A hacker, hiding under the pseudonym NightLion, claims that has exploded the service for monitoring and aggregating leaks DataViper and has already put on sale over 8 thousand company databases on the darknet.
Specialists often scan hacker forums, insert sites and other sources in search of data, stolen from various companies. Such information is usually stored privately, and access to it is provided only to customers of the aggregator.
On the Empire, a trading platform on the darknet, an attacker has already put up for sale 8225 databases, where he claims that there are personal data of 15 billion users.
By the way, let me remind you that Digital Shadows analysts say that more than 5 billion unique credentials can be found on the black market
NightLion also sent dozens of media outlets on its website on the darknet, where it published data samples, and also explained in detail why and how it attacked DataViper.
Apparently, the whole point is that an American information security expert Vinny Troia owns Night Lion Security and DataViper. No wonder the hacker took the pseudonym NightLion, which coincides with the name of the Troy company, and he openly declares that he wants to damage the reputation of the researcher and bring him to clean water.

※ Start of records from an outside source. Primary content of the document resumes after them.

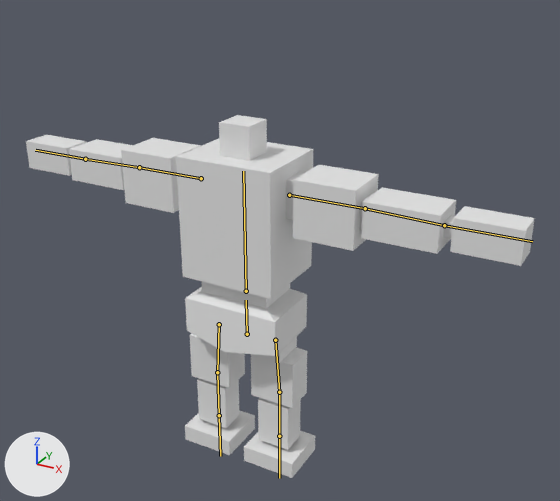
An edit to the FBX model DX11MyEngine/Resource/Model/Vehicle/Durga/Durga.fbx, drawn before and after from the same camera.
One viewpoint serves both versions: a camera (50 mm lens) standing at (42.7, -69.5, 62.8) and looking at (5.8, -2.4, 29.2). The lights are fixed; the arrows at lower left show +X, +Y and +Z. The picture after the commit comes second. The bones that change, and the others that lie on the model, are drawn over the model as lines.
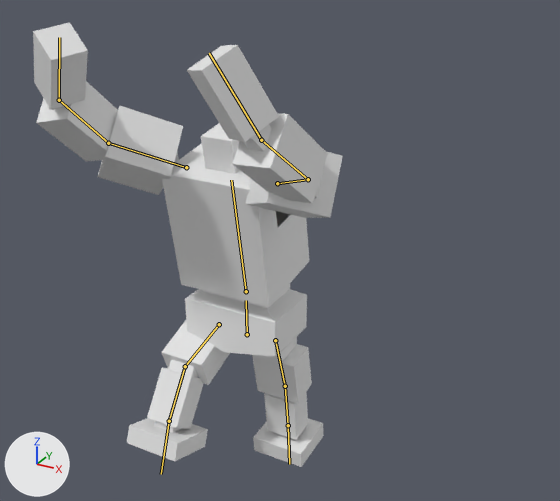
The newer file adds an action. The first version stands in its rest pose; the second is drawn at frame 29 of the action 'アーマチュア|WalkForward_R_Lift'.

Location of each change, (x1, y1, x2, y2) in pixels of the pictures (560 x 501 px):
'Mesh', posed (39% narrower, 23% taller): before (26, 115, 535, 478); after (33, 22, 343, 467)
bone 'Spine', root to tip: before (246, 291) to (243, 171); after (246, 291) to (231, 180)
bone 'UpperArm.L', root to tip: before (289, 195) to (365, 208); after (277, 183) to (308, 179)
bone 'Forearm.L', root to tip: before (365, 208) to (444, 225); after (308, 179) to (261, 140)
bone 'Hand.L', root to tip: before (444, 225) to (532, 241); after (261, 140) to (209, 53)
bone 'UpperArm.R', root to tip: before (201, 178) to (139, 167); after (186, 167) to (108, 143)
bone 'Forearm.R', root to tip: before (139, 167) to (85, 159); after (108, 143) to (59, 100)
bone 'Hand.R', root to tip: before (85, 159) to (35, 150); after (59, 100) to (59, 37)
bone 'Thigh.L', root to tip: before (275, 340) to (279, 392); after (275, 340) to (285, 386)
bone 'Shin.L', root to tip: before (279, 392) to (279, 436); after (285, 386) to (288, 425)
bone 'Thigh.R', root to tip: before (219, 324) to (217, 372); after (219, 324) to (185, 366)
bone 'Shin.R', root to tip: before (217, 372) to (219, 415); after (185, 366) to (169, 421)
bone 'Foot.R', root to tip: before (219, 415) to (220, 456); after (169, 421) to (161, 474)

The edits, one by one:
Bone 'Spine' (bone_spine) turns from (0, 0, 0) to (10, 0, 0) degrees about its own x, y and z.
Bone 'UpperArm.L' (bone_upperarm_l) moves from (0.0, 0.0, 0.0) to (-13.3, 0.0, 0.0).
Bone 'UpperArm.L' (bone_upperarm_l) turns from (0, 0, 0) to (-42, -145, 60) degrees about its own x, y and z.
Bone 'Forearm.L' (bone_forearm_l) turns from (0, 0, 0) to (11, 1, -51) degrees about its own x, y and z.
Bone 'Hand.L' (bone_hand_l) turns from (0, 0, 0) to (31, -14, -27) degrees about its own x, y and z.
Bone 'UpperArm.R' (bone_upperarm_r) moves from (0.0, 0.0, 0.0) to (13.3, 0.0, 0.0).
Bone 'UpperArm.R' (bone_upperarm_r) turns from (0, 0, 0) to (-33, 158, -45) degrees about its own x, y and z.
Bone 'Forearm.R' (bone_forearm_r) turns from (0, 0, 0) to (2, 3, 44) degrees about its own x, y and z.
Bone 'Hand.R' (bone_hand_r) turns from (0, 0, 0) to (15, 38, 47) degrees about its own x, y and z.
Bone 'Thigh.L' (bone_thigh_l) turns from (0, 0, 0) to (-12, 1, 0) degrees about its own x, y and z.
Bone 'Shin.L' (bone_shin_l) turns from (0, 0, 0) to (5, 0, 0) degrees about its own x, y and z.
Bone 'Thigh.R' (bone_thigh_r) turns from (0, 0, 0) to (69, 4, 2) degrees about its own x, y and z.
Bone 'Shin.R' (bone_shin_r) turns from (0, 0, 0) to (-36, 0, 0) degrees about its own x, y and z.
Bone 'Foot.R' (bone_foot_r) turns from (0, 0, 0) to (-15, 0, 0) degrees about its own x, y and z.

In his ezine, the hacker tells in detail that he spent three months on the DataViper servers, stealing the databases that the service indexed for its leak monitoring service.
“Troia’s service is no better than WeLeakInfo and LeakedSource aggregators, closed by law enforcement agencies. It provides access to the collected data not only to companies and law enforcement agencies, but also to attackers, with whom it cooperates (including members of the GnosticPlayers group)”, – writes the cracker.
On his website, the hacker published a complete list of 8225 databases that were collected by DataViper, a list of 482 downloadable JSON files containing samples of stolen data, and proof that he really had access to the DataViper backend.
Most databases from the NightLion list relate to old leaks that occurred many years ago, and the data leaked to the network long ago and can be found in many different sources. However, a number of companies listed on the hacker list have never reported security problems and data leaks. NightLion writes that he’s not even sure that Troy informed these companies about hacks, and they had the opportunity to deal with the problem and notify their users.
Vincent Troia told ZDNet reporters that the hacker really got access to one of the DataViper servers, but it was only a test server.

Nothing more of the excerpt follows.